Rutledge argues that the carried interest provision would go against “two long-accepted tax practices” of the preferential capital gains rate and the pass-through treatment of partnerships. I’d counter that

1. the preferential capital gains rate has had ups and downs, ranging from complete elimination in the 1986 tax reform act, to rates much closer to ordinary income rates at various times. The capital gains preference is difficult to justify, has no clear scope, and creates arbitrage opportunities that make enforcement difficult. It would be just as good to say that the preference for capital gains has had a troubled history and this is one place where it behooves Congress to make clear that it doesn’t apply.

2. the pass-through treatment of partnerships works for those who have a capital interest in the partnership, but the treatment of profits interests has a long history of uncertainty, in part because it seems to convert what should be ordinary income into capital gains, counter to fundamental tax principles about maintaining characterization of income. It behooves Congress to clarify that such a profits interest is ordinary income taxable at ordinary income rates.

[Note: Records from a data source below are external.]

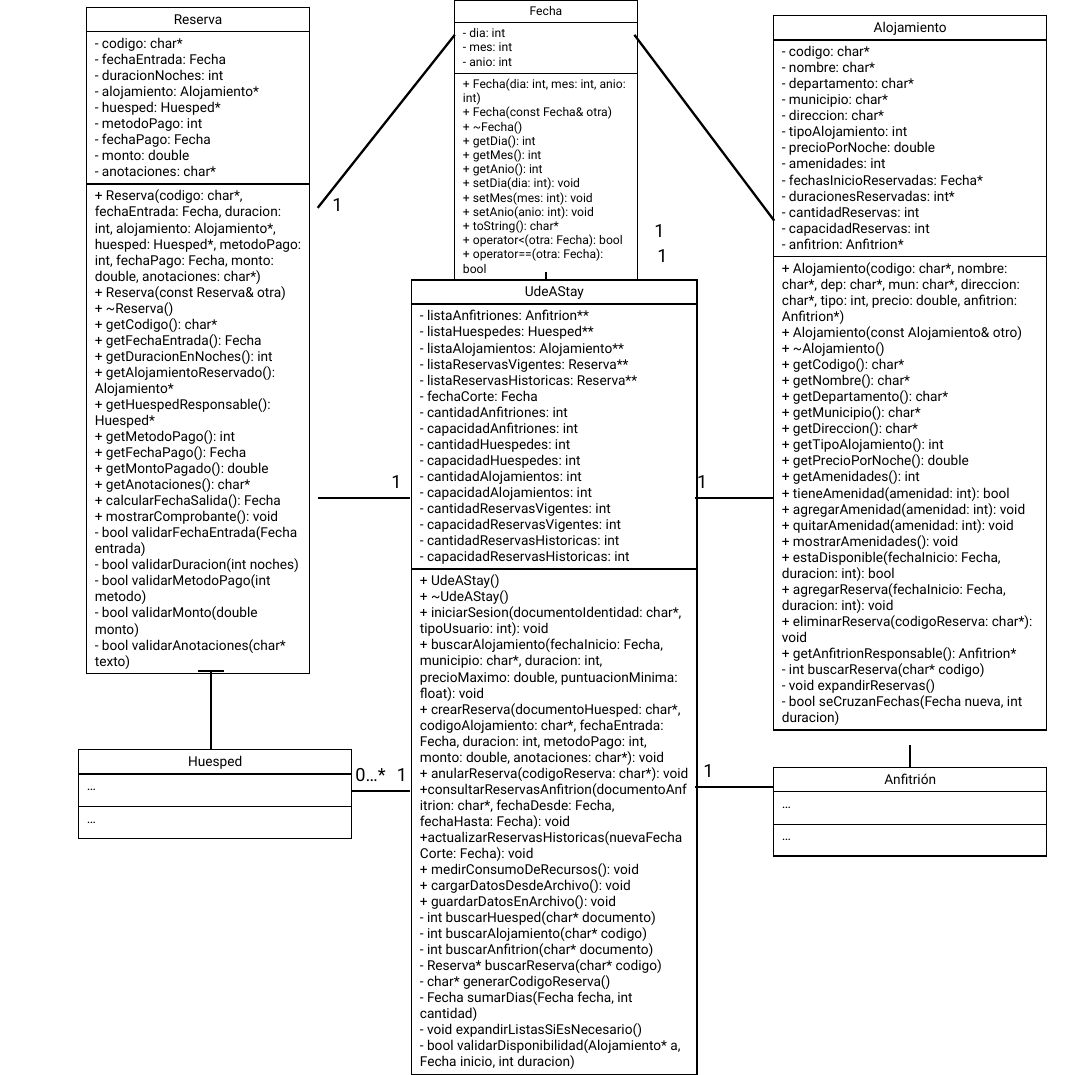
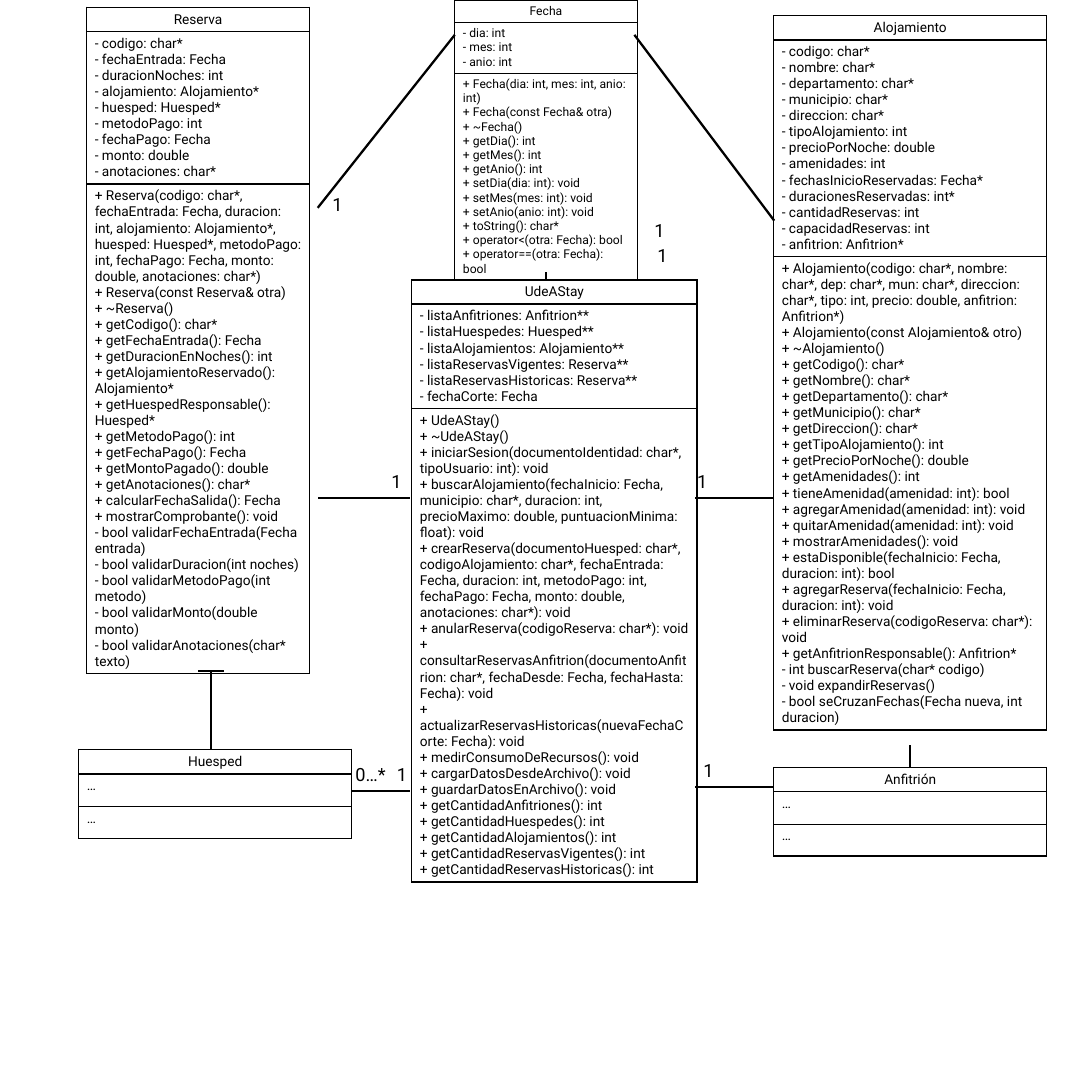
Before and after one commit to Hugo-24/Desafio-2, a slide deck: slide 1 of Documentos/Diagrama de clases .pptx. Drawn at 1092x1075 pixels with LibreOffice and Linux fonts; fonts in the diff are those of the drawing. Boxes give left, top, right and bottom in pixels: in the first picture for what was removed or moved away, otherwise in the second. Text is boxed around its words. In the diff, an @@ line names an element or a change of style, - is before the commit and + after.

Commit message:
Clase UdeAStay casi terminada
    entralización de funciones auxiliares como copiarTexto, sonIguales, iniciaCon, y longitudTexto en un único archivo llamado Funciones.h, eliminándolas de las clases Huesped, Anfitrion, Reserva, Alojamiento y UdeAStay.

    Las clases ahora incluyen Funciones.h y usan estas funciones compartidas para trabajar con texto sin cstring.

    Se añadieron y mejoraron comentarios descriptivos en todos los .h y .cpp explicando el propósito, los atributos y los métodos de cada clase.

    Se corrigieron problemas de memoria dinámica, copias superficiales y destructores incompletos.

    Se homogeneizó el uso de constantes para formatos de código (RSV-0001, HSP-0001, etc.).

🏠 Cambios por clase
🔹 Anfitrion

    Eliminación de funciones de texto internas.

    Integración con Funciones.h.

    Revisión y robustecimiento del constructor, destructor y métodos de copia.

🔹 Alojamiento

    Reemplazo de todas las funciones internas de texto por llamadas a Funciones.h.

    Mejora en manejo de reservas dinámicas (fechas y duraciones).

    Bitmask funcional para amenidades y visualización con nombres.

🔹 Huesped

    Validación de conflictos de reserva por solapamiento de fechas.

    Uso correcto del patrón de diseño de redimensionamiento.

    Actualización de anularReservacion para aceptar fecha y duración (y no código).

🔹 Reserva

    Limpieza completa de funciones de texto internas.

    Uso correcto de constructores y copia profunda.

    Inclusión de getSiguienteId() y setSiguienteId() para persistencia.

🔹 UdeAStay

    Implementación de más de 40 funciones públicas y privadas:

        Carga y guardado en archivos

        Redimensionamientos de listas

        Búsquedas internas y validadas

        Historial, comprobantes, validaciones

    Mejora de métricas internas: totalIteraciones, memoria, archivosAbiertos, lineasLeidas.

```diff
--- a/Documentos/Diagrama de clases .pptx
+++ b/Documentos/Diagrama de clases .pptx
@@ table at (412,280,697,893) @@
-row 2, column 1: - listaAnfitriones: Anfitrion** / - listaHuespedes: Huesped** / - listaAlojamientos: Alojamiento** / - listaReservasVigentes: Reserva** / - listaReservasHistoricas: Reserva** / - fechaCorte: Fecha / - cantidadAnfitriones: int / - capacidadAnfitriones: int / - cantidadHuespedes: int / - capacidadHuespedes: int / - cantidadAlojamientos: int / - capacidadAlojamientos: int / - cantidadReservasVigentes: int / - capacidadReservasVigentes: int / - cantidadReservasHistoricas: int / - capacidadReservasHistoricas: int
+row 2, column 1: - listaAnfitriones: Anfitrion** / - listaHuespedes: Huesped** / - listaAlojamientos: Alojamiento** / - listaReservasVigentes: Reserva** / - listaReservasHistoricas: Reserva** / - fechaCorte: Fecha
-row 3, column 1: + UdeAStay() / + ~UdeAStay() / + iniciarSesion(documentoIdentidad: char*, tipoUsuario: int): void / + buscarAlojamiento(fechaInicio: Fecha, municipio: char*, duracion: int, precioMaximo: double, puntuacionMinima: float): void / + crearReserva(documentoHuesped: char*, codigoAlojamiento: char*, fechaEntrada: Fecha, duracion: int, metodoPago: int, monto: double, anotaciones: char*): void / + anularReserva(codigoReserva: char*): void / +consultarReservasAnfitrion(documentoAnfitrion: char*, fechaDesde: Fecha, fechaHasta: Fecha): void / +actualizarReservasHistoricas(nuevaFechaCorte: Fecha): void / + medirConsumoDeRecursos(): void / + cargarDatosDesdeArchivo(): void / + guardarDatosEnArchivo(): void - int buscarHuesped(char* documento) / - int buscarAlojamiento(char* codigo) / - int buscarAnfitrion(char* documento) / - Reserva* buscarReserva(char* codigo) / - char* generarCodigoReserva() / - Fecha sumarDias(Fecha fecha, int cantidad) / - void expandirListasSiEsNecesario() / - bool validarDisponibilidad(Alojamiento* a, Fecha inicio, int duracion)
+row 3, column 1: + UdeAStay() / + ~UdeAStay() / + iniciarSesion(documentoIdentidad: char*, tipoUsuario: int): void / + buscarAlojamiento(fechaInicio: Fecha, municipio: char*, duracion: int, precioMaximo: double, puntuacionMinima: float): void / + crearReserva(documentoHuesped: char*, codigoAlojamiento: char*, fechaEntrada: Fecha, duracion: int, metodoPago: int, fechaPago: Fecha, monto: double, anotaciones: char*): void / + anularReserva(codigoReserva: char*): void / + consultarReservasAnfitrion(documentoAnfitrion: char*, fechaDesde: Fecha, fechaHasta: Fecha): void / + actualizarReservasHistoricas(nuevaFechaCorte: Fecha): void / + medirConsumoDeRecursos(): void / + cargarDatosDesdeArchivo(): void / + guardarDatosEnArchivo(): void / + getCantidadAnfitriones(): int / + getCantidadHuespedes(): int / + getCantidadAlojamientos(): int / + getCantidadReservasVigentes(): int / + getCantidadReservasHistoricas(): int
```
Also in this commit, not shown: 1 other slide changed, 21 other files.

3. further, there is a fundamental concept of equity in the income tax system, and equity demands that those who provide services be treated similarly. If an hourly worker is taxed at ordinary rates on the compensation he receives, then a fund manager should be taxed at ordinary rates on the compensation he receives for providing services. Those fairness principles are more important than the uncertain and weak arguments Rutledge provides ostensibly from economic efficiency in favor of tax subsidies for long-term investments (even though, as I have said, there is no long-term investment to be subsidized in the profits interest in the first place; not to mention that a more efficient tax system would, of course, tax all income at the same rate, and avoid the possibility of mischaracterization, characterization disputes, or arbitrage between character types).

PS if you want to get into the mind of a hedge fund manager, you might enjoy this. Mark Ames, Top Billionaire Hedge Funder Sees Himself as a Hyena Devouring Wildebeests, The Exiled, May 22, 2010 (discussing Ray Dalio, the hedge fund manager that made $780 million in 2008) (hat tip to The Something Awful Forums).